Several themes cut across the papers in this issue. A major one is a need for evidence to support the use of technologies. Thus far, digital mental health has been the subject of excitement and anticipation, but its widespread adoption has lagged. This may be because the majority of digital tools are not supported by rigorous research. A second theme is the need for ensuring data privacy and security. Since much of digital health involves clinicians and other stakeholders accessing information from personal devices, protections must be put in place if these technologies are to be a part of care at scale. Complex questions around who owns digital data and who controls its distribution and access must be addressed. Simultaneously, there are no identified standards of care or best practices around digitally enhanced care at this time. Implicit in this issue is the assertion that professional medical organisations, as well as governments, will need to step in and provide a regulatory framework around digital mental health to realise its true potential. Finally, this issue highlights the need for a highly interdisciplinary approach to conduct digital mental health research and to provide digitally enhanced care. Mental health researchers will have to collaborate with engineers, the technology industry as well as data scientists. There will also need to be a new generation of partnerships between academia, the healthcare industry, and the technology industry. As is the case with any paradigm-shifting developments in mental health care, clinicians will have to develop new skills and practice methods that involve understanding and using large volumes of fine-grained digital data.

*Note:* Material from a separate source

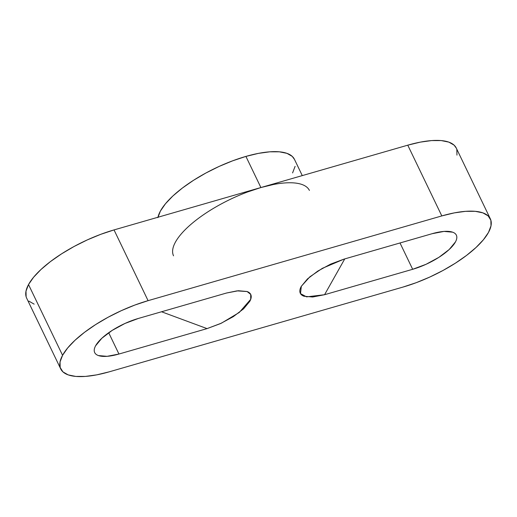 <?xml version="1.0" encoding="UTF-8"?>
<svg xmlns="http://www.w3.org/2000/svg" width="517" height="517" viewBox="0 0 517 517"><rect width="100%" height="100%" fill="white"/><g stroke="black" fill="none" stroke-linecap="round" stroke-linejoin="round"><path stroke-width="0.78" d="M302.277 175.606L294.432 159.301A75.392 26.283 154.3 0 0 245.918 156.412L260.898 187.542A75.392 26.283 -25.7 0 1 309.412 190.43M108.699 332.735L118.949 354.035A37.696 13.138 -25.7 0 1 94.695 352.594A37.696 13.138 -25.7 0 1 138.369 318.453L124.985 323.455L112.163 330.408L101.849 338.247L95.613 345.783C94.327 348.141 93.926 350.164 94.417 351.864C94.902 353.557 96.24 354.791 98.424 355.567L107.045 356.329L118.949 354.035L207.065 328.612L220.455 323.61L233.277 316.663L243.591 308.823L249.821 301.288C251.113 298.923 251.514 296.894 251.023 295.207C250.532 293.507 249.194 292.267 247.01 291.504L238.395 290.735L226.491 293.029L138.369 318.453L226.491 293.029L237.038 290.864L247.139 291.549L250.706 294.399L250.706 299.324L239.255 312.475L221.444 323.157L207.065 328.612L118.949 354.035L108.699 332.735M273.415 184.504L260.898 187.542L407.764 145.174L420.282 142.136L431.572 140.585L441.208 140.572L448.808 142.11L454.081 145.128L456.317 148.153M456.834 149.523L456.95 155.113M26.121 296.732L26.005 291.142L28.519 284.563L62.57 355.315A75.392 26.283 -25.7 0 0 60.728 368.938A75.392 26.283 -25.7 0 0 109.236 371.826L402.969 287.084L109.236 371.826L96.718 374.864L85.428 376.415L75.792 376.428L68.192 374.89L62.919 371.872L60.166 367.477L60.05 361.887L62.57 355.315L67.63 348.006L75.036 340.244L84.497 332.334L95.664 324.566L108.092 317.251L121.314 310.672L134.814 305.069L148.082 300.661L114.031 229.916L260.898 187.542L407.764 145.174L441.809 215.919L148.082 300.661L441.809 215.919L454.333 212.881L465.623 211.33L475.252 211.324L482.852 212.862L488.132 215.88L490.879 220.268L490.995 225.858L488.481 232.437L483.421 239.746L476.015 247.501L466.547 255.417L455.387 263.179L442.959 270.494L429.737 277.08L416.237 282.683L402.969 287.084A75.392 26.283 -25.7 0 0 488.481 232.437A75.392 26.283 -25.7 0 0 490.323 218.807L456.272 148.062A75.392 26.283 154.3 0 0 407.764 145.174L441.809 215.919A75.392 26.283 -25.7 0 1 490.323 218.807M60.728 368.938L26.677 298.193A75.392 26.283 154.3 0 1 28.519 284.563A75.392 26.283 154.3 0 1 114.031 229.916L148.082 300.661A75.392 26.283 -25.7 0 0 62.57 355.315L28.519 284.563L33.579 277.254L40.985 269.499L50.453 261.583L61.613 253.821L74.041 246.506L87.263 239.92L100.763 234.317L114.031 229.916L260.898 187.542L247.63 191.949M34.148 304.138L28.868 301.12M432.102 233.71L343.979 259.133L330.596 264.135L317.774 271.089L307.46 278.928L301.224 286.457C299.938 288.829 299.537 290.858 300.028 292.544C300.519 294.244 301.857 295.478 304.035 296.247L312.656 297.01L324.56 294.716L412.676 269.292L426.066 264.29L438.888 257.343L449.202 249.504L455.432 241.969C456.724 239.61 457.125 237.581 456.634 235.888C456.149 234.188 454.811 232.954 452.621 232.178L444.006 231.416L432.102 233.71A37.696 13.138 -25.7 0 1 456.356 235.157A37.696 13.138 -25.7 0 1 412.676 269.292L400.009 242.971L412.676 269.292L324.56 294.716L344.742 258.914L324.56 294.716L306.587 296.868L300.493 293.624L301.333 286.263L309.87 276.808L322.356 268.329L343.979 259.133L432.102 233.71M161.543 311.77L207.065 328.612L161.543 311.77M173.544 255.818A75.392 26.283 -25.7 0 1 260.898 187.542L245.918 156.412A75.392 26.283 154.3 0 0 157.969 217.237M157.885 217.638L160.406 211.065L165.466 203.756L172.865 195.995L182.333 188.078L193.494 180.317L205.928 173.001L219.143 166.416L232.65 160.819L245.918 156.412L258.435 153.375L269.732 151.824L279.361 151.817L286.961 153.355L292.234 156.373L294.47 159.391M295.104 166.351L292.583 172.93"/></g></svg>

One can confidently state that the pandemic has brought about this shift towards digitally enhanced psychiatry and that this shift is likely permanent. The work of building a sustainable, secure, patient-centric, digital psychiatry, however, has only just begun.

Acknowledgment

The author acknowledges the assistance of Hailey Cray, BA, in the preparation of this manuscript.

Disclosure statement

No potential conflict of interest was reported by the author(s).

References

  • Aref-Adib, G., & Hassiotis, A. (2021). Frontline 2020: The new age for telemental health. The Lancet: Psychiatry, 8(1), 3–4. https://doi.org/10.1016/S2215-0366(20)30490-9
  • Banerjee, D., Vajawat, B., & Varshney, P. (2020). Digital gaming interventions: A novel paradigm in mental health?. Perspectives from India. International Review of Psychiatry, 19, 1–7. https://doi.org/10.1080/09540261.2020.1839392
  • Gedde, M. H., Husebo Sandgathe, B., Erdal, A., Vislapuu, M., & Angeles, R. C. (2021). Access to and interest in assistive technology for home-dwelling people with dementia during the COVID-19 pandemic (PAN.DEM). International Review of Psychiatry, 8, 1. https://doi.org/10.1080/09540261.2020.1845620
  • Kulpa, E., Rahman, A., & Vahia, I. (2021). Approaches to assessing the impact of robotics in geriatric mental health care: A scoping review. International Review of Psychiatry, 1–11. https://doi.org/10.1080/09540261.2020.1839391
  • Lhaksampa, T., Nanavati, J., Chisholm, M., & Miller, L. (2021). Patient electronic communication data in clinical care: What is known and what is needed? International Review of Psychiatry.
  • Merchant, R., Torous, J., Rodriguez-Villa, E., & Naslund, J. A. (2020). Digital technology for management of severe mental disorders in low-income and middle-income countries. Current Opinion in Psychiatry, 33(5), 501–507. https://doi.org/10.1097/YCO.0000000000000626
  • Rauseo-Ricupero, N., Henson, P., Agate-Mays, M., & Torous, J. (2021). Case studies from the digital clinic: integrating digital phenotyping with clinical practice in the real world. International Review of Psychiatry.
  • Singh, S., & Germine, L. (2020). Technology meets tradition: A hybrid model for implementing digital tools in neuropsychology. International Review of Psychiatry, 25, 1–12. https://doi.org/10.1080/09540261.2020.1835839.
  • Southwick, L., Guntuku, S., Klinger, E., Pelullo, A., McCalpin, H., & Merchant, R. (2021). The role of digital health technologies in COVID-19 surveillance and recovery: A specific case of Long Haulers. International Review of Psychiatry.
  • Torous, J., Jän Myrick, K., Rauseo-Ricupero, N., & Firth, J. (2020). Digital mental health and COVID-19: Using technology today to accelerate the curve on access and quality tomorrow. JMIR Mental Health, 7(3), e18848. https://doi.org/10.2196/18848
  • Vahia, I. V., Jeste, D. V., & Reynolds, C. F. 3rd (2020). Older adults and the mental health effects of COVID-19. Journal of American Medical Association, 324(22), 2253–2254. https://doi.org/10.1001/jama.2020.21753
  • Zulueta, J., & Olusola, A. (2020). Beyond non-inferior: How telepsychiatry technologies can lead to superior care. International Review of Psychiatry, 19, 1–6. https://doi.org/10.1080/09540261.2020.1835840

Reprints and Corporate Permissions

Please note: Selecting permissions does not provide access to the full text of the article, please see our help page How do I view content?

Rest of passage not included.